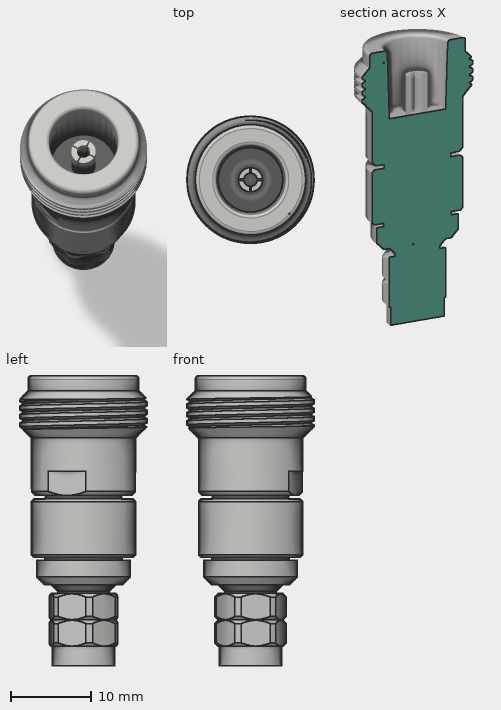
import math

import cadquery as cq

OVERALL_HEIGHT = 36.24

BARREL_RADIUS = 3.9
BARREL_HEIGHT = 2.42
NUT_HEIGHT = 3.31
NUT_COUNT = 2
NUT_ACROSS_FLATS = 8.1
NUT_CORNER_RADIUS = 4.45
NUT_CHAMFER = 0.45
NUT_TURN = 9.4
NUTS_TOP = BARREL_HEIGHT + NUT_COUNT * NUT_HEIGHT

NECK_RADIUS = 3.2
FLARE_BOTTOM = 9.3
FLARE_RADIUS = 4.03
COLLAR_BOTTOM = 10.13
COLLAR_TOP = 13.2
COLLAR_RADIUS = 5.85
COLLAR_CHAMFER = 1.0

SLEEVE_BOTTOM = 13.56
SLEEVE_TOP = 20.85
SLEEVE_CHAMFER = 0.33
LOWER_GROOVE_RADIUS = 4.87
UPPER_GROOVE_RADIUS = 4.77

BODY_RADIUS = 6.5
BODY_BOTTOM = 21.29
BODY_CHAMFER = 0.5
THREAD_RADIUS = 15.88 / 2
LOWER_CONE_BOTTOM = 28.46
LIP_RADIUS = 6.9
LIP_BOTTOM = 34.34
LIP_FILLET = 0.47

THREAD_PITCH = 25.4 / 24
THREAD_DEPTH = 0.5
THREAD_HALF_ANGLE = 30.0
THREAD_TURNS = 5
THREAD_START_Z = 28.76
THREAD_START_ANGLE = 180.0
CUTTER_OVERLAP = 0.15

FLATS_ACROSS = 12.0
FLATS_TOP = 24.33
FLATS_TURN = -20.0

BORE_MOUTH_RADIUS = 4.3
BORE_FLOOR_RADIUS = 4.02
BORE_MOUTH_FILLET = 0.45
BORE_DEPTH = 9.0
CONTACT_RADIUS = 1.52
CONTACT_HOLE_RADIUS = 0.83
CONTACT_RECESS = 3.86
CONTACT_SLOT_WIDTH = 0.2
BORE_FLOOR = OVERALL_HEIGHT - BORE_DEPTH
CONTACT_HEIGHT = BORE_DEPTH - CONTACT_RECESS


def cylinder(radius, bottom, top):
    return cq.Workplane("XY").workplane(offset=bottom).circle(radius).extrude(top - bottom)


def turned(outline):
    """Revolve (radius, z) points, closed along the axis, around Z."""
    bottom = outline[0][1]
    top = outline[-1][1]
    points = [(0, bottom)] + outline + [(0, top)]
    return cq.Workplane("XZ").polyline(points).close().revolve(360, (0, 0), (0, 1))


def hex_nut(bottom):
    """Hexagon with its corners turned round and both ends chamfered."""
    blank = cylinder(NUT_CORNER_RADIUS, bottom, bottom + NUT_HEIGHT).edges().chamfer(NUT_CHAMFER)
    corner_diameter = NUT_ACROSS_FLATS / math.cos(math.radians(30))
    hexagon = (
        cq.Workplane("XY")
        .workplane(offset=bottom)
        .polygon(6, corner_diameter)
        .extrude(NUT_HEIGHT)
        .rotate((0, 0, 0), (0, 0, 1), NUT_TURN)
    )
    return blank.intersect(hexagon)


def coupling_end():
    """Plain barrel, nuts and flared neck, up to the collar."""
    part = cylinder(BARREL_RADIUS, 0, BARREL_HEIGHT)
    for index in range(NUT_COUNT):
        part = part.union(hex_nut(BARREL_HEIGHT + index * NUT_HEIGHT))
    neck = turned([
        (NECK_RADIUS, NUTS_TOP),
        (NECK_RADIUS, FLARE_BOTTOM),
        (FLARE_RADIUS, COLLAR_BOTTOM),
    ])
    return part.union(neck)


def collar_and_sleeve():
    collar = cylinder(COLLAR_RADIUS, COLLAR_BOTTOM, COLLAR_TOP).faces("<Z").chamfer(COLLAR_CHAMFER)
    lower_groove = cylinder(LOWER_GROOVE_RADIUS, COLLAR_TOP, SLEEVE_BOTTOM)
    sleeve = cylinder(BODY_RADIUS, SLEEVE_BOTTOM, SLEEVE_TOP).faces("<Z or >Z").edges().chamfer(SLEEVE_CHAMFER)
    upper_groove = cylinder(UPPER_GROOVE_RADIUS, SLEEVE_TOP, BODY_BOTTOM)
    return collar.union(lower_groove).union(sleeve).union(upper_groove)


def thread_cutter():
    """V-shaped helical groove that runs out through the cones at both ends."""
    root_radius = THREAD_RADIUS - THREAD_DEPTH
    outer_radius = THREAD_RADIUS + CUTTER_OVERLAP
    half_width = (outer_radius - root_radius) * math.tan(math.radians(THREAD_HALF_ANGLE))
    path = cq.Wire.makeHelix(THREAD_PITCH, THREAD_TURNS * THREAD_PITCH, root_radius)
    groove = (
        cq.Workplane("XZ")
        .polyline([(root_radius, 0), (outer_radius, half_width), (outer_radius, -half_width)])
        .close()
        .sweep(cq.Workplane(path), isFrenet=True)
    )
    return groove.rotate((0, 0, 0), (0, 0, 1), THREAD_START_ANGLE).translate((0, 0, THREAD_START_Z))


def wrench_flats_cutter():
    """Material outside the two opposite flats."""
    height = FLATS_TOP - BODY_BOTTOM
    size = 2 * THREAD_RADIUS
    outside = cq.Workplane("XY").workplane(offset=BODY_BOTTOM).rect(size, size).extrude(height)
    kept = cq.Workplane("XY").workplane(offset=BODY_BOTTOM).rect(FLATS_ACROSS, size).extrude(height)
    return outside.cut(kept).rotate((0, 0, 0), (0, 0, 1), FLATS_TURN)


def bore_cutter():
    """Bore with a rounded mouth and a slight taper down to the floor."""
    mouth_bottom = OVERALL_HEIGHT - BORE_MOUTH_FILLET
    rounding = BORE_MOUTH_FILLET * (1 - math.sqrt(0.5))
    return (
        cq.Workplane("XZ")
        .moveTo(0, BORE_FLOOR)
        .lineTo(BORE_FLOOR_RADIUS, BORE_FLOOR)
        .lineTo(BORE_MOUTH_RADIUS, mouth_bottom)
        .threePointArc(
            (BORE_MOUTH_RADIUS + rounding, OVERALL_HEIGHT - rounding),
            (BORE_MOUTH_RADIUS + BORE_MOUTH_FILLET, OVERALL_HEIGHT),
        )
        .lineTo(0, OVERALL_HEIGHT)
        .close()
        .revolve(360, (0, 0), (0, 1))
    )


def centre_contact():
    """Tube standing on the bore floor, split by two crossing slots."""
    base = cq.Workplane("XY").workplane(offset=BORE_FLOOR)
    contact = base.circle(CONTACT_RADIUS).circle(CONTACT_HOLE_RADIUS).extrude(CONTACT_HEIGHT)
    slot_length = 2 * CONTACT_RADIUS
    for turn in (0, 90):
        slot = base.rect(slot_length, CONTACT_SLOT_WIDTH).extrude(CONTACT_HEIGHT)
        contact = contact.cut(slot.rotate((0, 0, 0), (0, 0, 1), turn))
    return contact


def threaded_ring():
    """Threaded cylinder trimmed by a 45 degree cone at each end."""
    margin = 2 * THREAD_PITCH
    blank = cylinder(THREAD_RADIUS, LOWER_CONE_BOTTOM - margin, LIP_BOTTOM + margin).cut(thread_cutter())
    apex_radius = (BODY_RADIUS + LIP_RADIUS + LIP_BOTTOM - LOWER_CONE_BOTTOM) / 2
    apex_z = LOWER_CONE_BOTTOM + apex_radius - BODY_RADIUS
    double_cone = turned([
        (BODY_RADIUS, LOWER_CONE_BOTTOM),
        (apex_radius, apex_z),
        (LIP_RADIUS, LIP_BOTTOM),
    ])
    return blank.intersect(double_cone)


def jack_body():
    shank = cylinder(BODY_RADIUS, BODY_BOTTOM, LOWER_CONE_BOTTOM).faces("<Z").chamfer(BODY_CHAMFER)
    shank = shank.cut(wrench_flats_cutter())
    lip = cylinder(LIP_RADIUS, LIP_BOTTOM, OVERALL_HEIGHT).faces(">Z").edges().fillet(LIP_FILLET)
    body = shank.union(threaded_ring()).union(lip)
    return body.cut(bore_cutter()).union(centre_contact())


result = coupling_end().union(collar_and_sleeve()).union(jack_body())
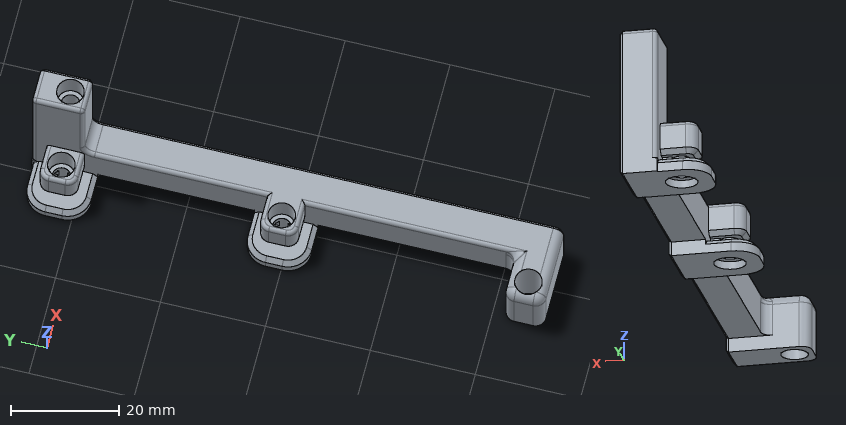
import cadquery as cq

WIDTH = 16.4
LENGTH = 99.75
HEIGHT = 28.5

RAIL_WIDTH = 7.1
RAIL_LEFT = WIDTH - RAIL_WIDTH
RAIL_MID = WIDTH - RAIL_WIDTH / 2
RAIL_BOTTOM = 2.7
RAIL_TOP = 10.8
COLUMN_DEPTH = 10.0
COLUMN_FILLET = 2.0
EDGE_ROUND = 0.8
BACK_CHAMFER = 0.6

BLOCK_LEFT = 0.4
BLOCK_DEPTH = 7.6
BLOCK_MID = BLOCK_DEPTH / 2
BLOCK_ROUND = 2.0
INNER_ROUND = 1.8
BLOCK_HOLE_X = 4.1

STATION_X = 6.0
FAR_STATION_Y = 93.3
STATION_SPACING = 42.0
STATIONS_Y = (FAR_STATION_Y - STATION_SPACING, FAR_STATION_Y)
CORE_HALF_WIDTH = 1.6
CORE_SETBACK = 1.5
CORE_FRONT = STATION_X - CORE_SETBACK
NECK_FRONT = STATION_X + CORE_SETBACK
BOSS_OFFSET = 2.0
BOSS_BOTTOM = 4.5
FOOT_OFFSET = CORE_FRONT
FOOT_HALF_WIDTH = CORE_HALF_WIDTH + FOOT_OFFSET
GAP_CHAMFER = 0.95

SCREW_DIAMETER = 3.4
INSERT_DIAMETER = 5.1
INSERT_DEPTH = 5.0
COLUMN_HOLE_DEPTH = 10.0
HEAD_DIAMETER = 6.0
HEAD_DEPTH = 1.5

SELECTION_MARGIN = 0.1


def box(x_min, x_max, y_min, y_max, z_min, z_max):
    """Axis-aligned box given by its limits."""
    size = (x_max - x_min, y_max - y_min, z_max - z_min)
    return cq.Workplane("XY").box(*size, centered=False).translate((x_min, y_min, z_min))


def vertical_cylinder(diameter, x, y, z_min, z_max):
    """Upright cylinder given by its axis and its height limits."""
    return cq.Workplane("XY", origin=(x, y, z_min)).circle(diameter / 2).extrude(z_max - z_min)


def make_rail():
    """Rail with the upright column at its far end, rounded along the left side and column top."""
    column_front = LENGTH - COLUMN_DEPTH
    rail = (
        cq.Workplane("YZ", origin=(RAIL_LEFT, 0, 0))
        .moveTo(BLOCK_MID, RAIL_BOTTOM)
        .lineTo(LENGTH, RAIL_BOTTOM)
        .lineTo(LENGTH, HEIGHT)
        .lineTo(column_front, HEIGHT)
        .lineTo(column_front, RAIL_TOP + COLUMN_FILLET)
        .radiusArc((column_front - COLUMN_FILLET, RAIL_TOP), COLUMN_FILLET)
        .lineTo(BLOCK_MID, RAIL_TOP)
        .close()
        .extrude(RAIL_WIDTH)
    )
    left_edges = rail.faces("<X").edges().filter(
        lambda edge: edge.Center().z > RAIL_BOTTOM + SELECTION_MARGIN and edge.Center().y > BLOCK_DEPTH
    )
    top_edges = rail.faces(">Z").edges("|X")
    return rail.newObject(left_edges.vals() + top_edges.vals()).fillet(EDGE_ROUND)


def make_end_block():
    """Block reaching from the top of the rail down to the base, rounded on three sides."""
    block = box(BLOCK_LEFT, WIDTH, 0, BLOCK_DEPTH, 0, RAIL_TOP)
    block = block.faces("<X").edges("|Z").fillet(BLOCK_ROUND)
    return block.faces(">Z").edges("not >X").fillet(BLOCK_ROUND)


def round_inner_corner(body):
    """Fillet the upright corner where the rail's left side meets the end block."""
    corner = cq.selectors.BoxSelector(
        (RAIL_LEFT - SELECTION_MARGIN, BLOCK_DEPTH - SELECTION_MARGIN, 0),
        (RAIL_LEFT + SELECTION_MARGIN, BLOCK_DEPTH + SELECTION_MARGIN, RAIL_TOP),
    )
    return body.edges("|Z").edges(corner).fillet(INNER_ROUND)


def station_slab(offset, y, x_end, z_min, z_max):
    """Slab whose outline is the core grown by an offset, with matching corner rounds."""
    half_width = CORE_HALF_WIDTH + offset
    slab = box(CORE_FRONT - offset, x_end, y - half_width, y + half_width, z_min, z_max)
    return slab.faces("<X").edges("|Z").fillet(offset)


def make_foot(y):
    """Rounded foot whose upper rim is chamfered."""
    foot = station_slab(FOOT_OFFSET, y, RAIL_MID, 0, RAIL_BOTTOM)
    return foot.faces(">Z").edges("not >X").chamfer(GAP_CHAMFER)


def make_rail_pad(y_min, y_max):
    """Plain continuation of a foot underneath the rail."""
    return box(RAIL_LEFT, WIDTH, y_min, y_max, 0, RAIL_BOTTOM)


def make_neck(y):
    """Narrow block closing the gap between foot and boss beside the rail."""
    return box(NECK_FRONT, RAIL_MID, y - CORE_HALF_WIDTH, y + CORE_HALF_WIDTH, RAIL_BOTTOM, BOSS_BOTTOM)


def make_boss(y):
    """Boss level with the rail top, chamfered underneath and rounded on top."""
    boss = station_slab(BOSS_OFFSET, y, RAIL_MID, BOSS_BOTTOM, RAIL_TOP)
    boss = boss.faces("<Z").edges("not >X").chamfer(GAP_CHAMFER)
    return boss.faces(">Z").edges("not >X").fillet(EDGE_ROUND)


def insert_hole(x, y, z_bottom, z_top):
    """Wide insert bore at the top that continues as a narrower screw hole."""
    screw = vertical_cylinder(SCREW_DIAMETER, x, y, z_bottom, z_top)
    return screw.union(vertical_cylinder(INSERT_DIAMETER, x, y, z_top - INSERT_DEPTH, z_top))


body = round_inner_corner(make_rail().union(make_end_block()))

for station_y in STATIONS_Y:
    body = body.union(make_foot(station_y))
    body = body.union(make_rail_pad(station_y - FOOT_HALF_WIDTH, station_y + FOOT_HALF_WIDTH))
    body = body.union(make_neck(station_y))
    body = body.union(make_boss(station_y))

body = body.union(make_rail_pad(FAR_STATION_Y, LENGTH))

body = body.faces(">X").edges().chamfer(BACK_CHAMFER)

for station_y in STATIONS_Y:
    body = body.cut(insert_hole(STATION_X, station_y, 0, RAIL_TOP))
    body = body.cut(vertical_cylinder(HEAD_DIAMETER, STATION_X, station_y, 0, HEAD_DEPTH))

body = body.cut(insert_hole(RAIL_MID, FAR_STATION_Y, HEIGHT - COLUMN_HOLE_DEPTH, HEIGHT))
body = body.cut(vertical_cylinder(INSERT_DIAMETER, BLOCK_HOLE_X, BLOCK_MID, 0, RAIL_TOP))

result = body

• [Exercise objective]: Take the lines above from the one containing "slab = box(CORE_FRONT" to the one containing "screw = vertical_cylinder(SCREW_DIAMETER, x, y, z_bottom, z_top)" and retype them exactly, both ends included, with nothing added.

• [Response]:
    slab = box(CORE_FRONT - offset, x_end, y - half_width, y + half_width, z_min, z_max)
    return slab.faces("<X").edges("|Z").fillet(offset)


def make_foot(y):
    """Rounded foot whose upper rim is chamfered."""
    foot = station_slab(FOOT_OFFSET, y, RAIL_MID, 0, RAIL_BOTTOM)
    return foot.faces(">Z").edges("not >X").chamfer(GAP_CHAMFER)


def make_rail_pad(y_min, y_max):
    """Plain continuation of a foot underneath the rail."""
    return box(RAIL_LEFT, WIDTH, y_min, y_max, 0, RAIL_BOTTOM)


def make_neck(y):
    """Narrow block closing the gap between foot and boss beside the rail."""
    return box(NECK_FRONT, RAIL_MID, y - CORE_HALF_WIDTH, y + CORE_HALF_WIDTH, RAIL_BOTTOM, BOSS_BOTTOM)


def make_boss(y):
    """Boss level with the rail top, chamfered underneath and rounded on top."""
    boss = station_slab(BOSS_OFFSET, y, RAIL_MID, BOSS_BOTTOM, RAIL_TOP)
    boss = boss.faces("<Z").edges("not >X").chamfer(GAP_CHAMFER)
    return boss.faces(">Z").edges("not >X").fillet(EDGE_ROUND)


def insert_hole(x, y, z_bottom, z_top):
    """Wide insert bore at the top that continues as a narrower screw hole."""
    screw = vertical_cylinder(SCREW_DIAMETER, x, y, z_bottom, z_top)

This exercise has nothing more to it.